Mozly fuller (09/21/10 03:49:14)
Tag: A Strong Woman versus A Woman of Strength
During the days of Jesus' life on earth, he offered up prayers and petitions with loud cries and tears to the one who could save him from death, and he was heard because of his reverent submission. Although he was a son, he learned obedience from what he suffered and, once made perfect, he became the source of eternal salvation for all who obey him...
—Hebrews 5:7-9
Hope. The first unity candle, signalling our hope in Christ, was lit by a young couple and their two year-old daughter, her pigtails bobbing with each step. As I sat in my pew alone, I remembered when we were them, healthy and strong, ready to face the world, excited to be serving the Lord—and the tears started to flow. I have no hope today, God, I silently confessed.
Our Sunday School class struggles with questions I know Dave could answer, if God would but release him to the service he loves. Instead Dave is home, left with no answer to the unthinkable question: Will I need to be taken care of for the rest of my life? I know the question comes with the requisite "herx" reaction from the antibiotics killing off Lyme, causing pain and anxiety and a whole host of symptoms. But that doesn't erase the pain of the question, or the agony of not knowing.
There is a truth in there that Jesus understood. When Lazarus died, He too wept, felt deeply the pain that Mary and Martha felt. It didn't matter that He knew He could bring Lazarus back to life—understanding didn't erase the pain of the moment. He called out to God, and God heard—and answered—and Lazarus was brought back to life. And isn't that what we all long for, the God who answers with His power and love? Then we know our prayers have been heard.
But God doesn't answer simply yes—or no or wait awhile. When Jesus cried out to God the night before His death, "take this cup from me," He was again heard (Hebrews 5:7-9). And God answered powerfully and with love as He strengthened Jesus' resolve to say "not my will, but yours be done." We can see the progression in Jesus' prayers in Matthew 26: 36-46. And Luke 22:43 tells us specifically that He was strengthened—and then afterward "being in anguish, he prayed more earnestly, and his sweat was like drops of blood falling to the ground."
We do not have a benign paternal God who looks down from on High with occasional sympathy. We have Emmanuel: God with us. The God whose Holy Spirit has chosen to dwell IN us. Do we stop to think what this means?
The God who lived through intense anguish in His life on earth, continues to choose to live through it along with us. He doesn't merely see our pain; He says that "whatever you did for one of the least of these brothers of mine, you did for me." (Mt 25:40). He is hungry, thirsty, a stranger, naked, sick, and in prison, along with us. When He says "never will I leave you, never will I forsake you," He means to impart a depth of love that if we truly understood it, would take our breath away.
What you and I live through, often unvoluntarily, God has chosen to live through with us, intimately, daily, weeping with us.
Why He would choose pain rather than immediately use His power to "fix" everything, I don't know—but I have a glimpse of some possibilities. I think Jesus knows that power doesn't erase pain—He wept when Lazarus died, even though he then went on to raise him from the dead. When someone lives through something with us—really cares—they can comfort in a way someone more distant can't.
On a deeper level I sense, as strange as this may sound, that God thinks we are worth the pain He goes through with us, and the anguish Jesus suffered on the cross—and that the prize He is seeking is us, is relationship with us. Something that power alone could not accomplish. In us, and walking with us, God is bringing about our holiness. He is making possible a relationship that will fulfill us so much that we will look back and think the pain was worth it, was miniscule in comparison. We can't see that now, but one day we will.
Are you hurting, feeling without hope, maybe even dreading Christmas this year? Pour your heart out to God. Grief and depression can't be rushed—and they are not without purpose. God is a redeemer, and He will redeem this time, and restore your soul. Cling to Him.

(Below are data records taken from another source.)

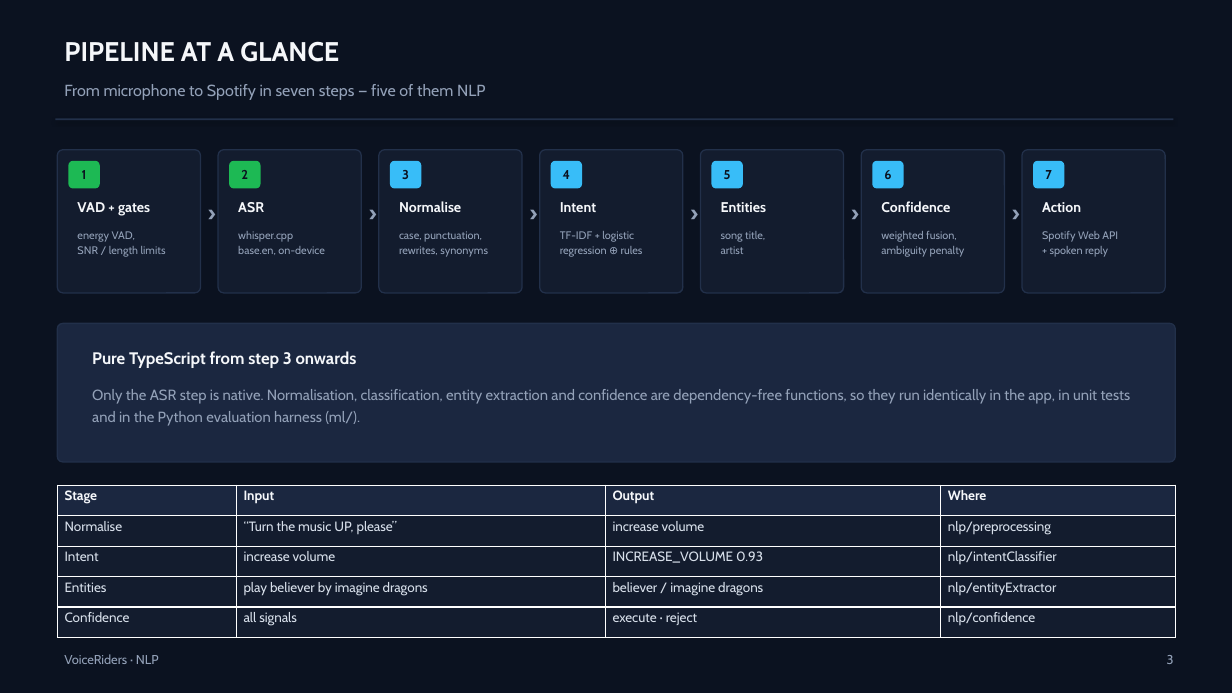
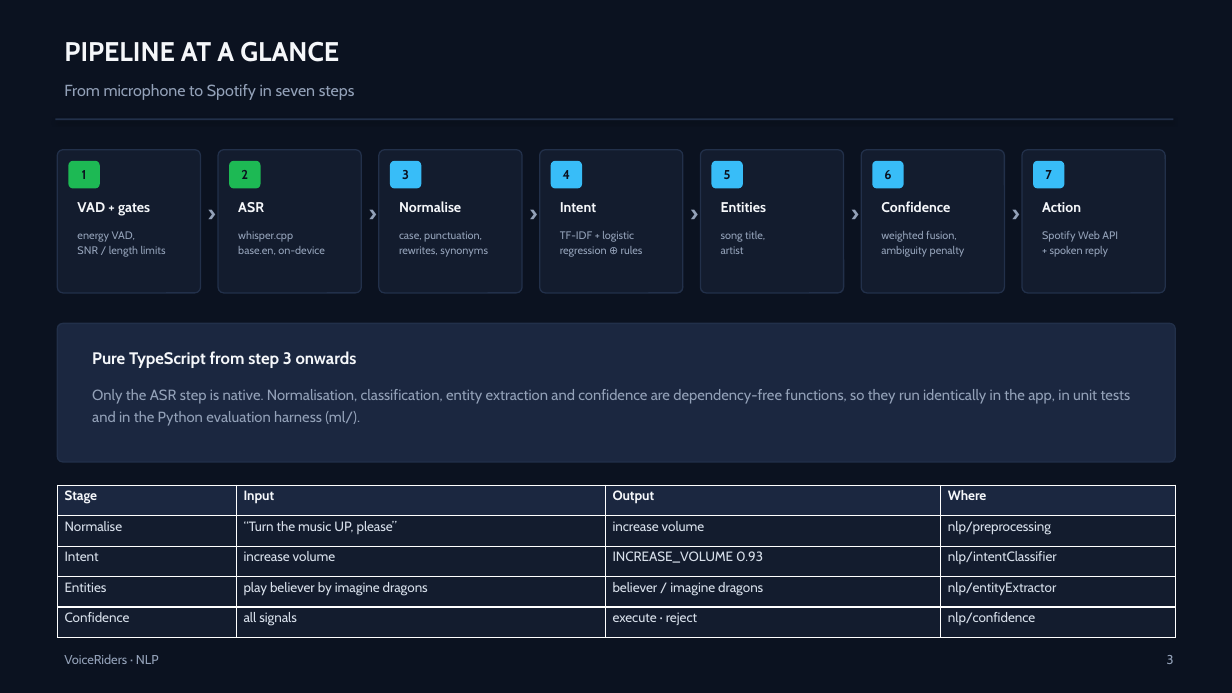
Before and after one commit to ishaanduddi/VoiceRide, a slide deck: slide 3 of presentation/VoiceRiders-NLP-Presentation.pptx. Drawn at 1232x693 pixels with LibreOffice and Linux fonts; fonts in the diff are those of the drawing. Boxes give left, top, right and bottom in pixels: in the first picture for what was removed or moved away, otherwise in the second. Text is boxed around its words. In the diff, an @@ line names an element or a change of style, - is before the commit and + after.

```diff
--- a/presentation/VoiceRiders-NLP-Presentation.pptx
+++ b/presentation/VoiceRiders-NLP-Presentation.pptx
@@ text at bbox=[64, 84, 355, 100]: text changed @@
-From microphone to Spotify in seven steps — five of them NLP
+From microphone to Spotify in seven steps
```
Also in this commit, not shown: 3 other slides changed, 3 other files.

Ps 71:20 Though you have made me see troubles, many and bitter, you will restore my life again; from the depths of the earth you will again bring me up.
Lam 2:19 "...pour out your heart like water in the presence of the Lord..."
Ps 73:21-26 When my heart was grieved and my spirit embittered, I was senseless and ignorant; I was a brute beast before you. Yet I am always with you; you hold me by my right hand. You guide me with your counsel, and afterward you will take me into glory. Whom have I in heaven but you? And earth has nothing I desire besides you. My flesh and my heart may fail, but God is the strength of my heart and my portion forever.
Ps 13:1-6 How long, O LORD? Will you forget me forever? How long will you hide your face from me? How long must I wrestle with my thoughts and every day have sorrow in my heart? How long will my enemy triumph over me? Look on me and answer, O LORD my God. Give light to my eyes, or I will sleep in death; my enemy will say, "I have overcome him," and my foes will rejoice when I fall. But I trust in your unfailing love; my heart rejoices in your salvation. I will sing to the LORD, for he has been good to me.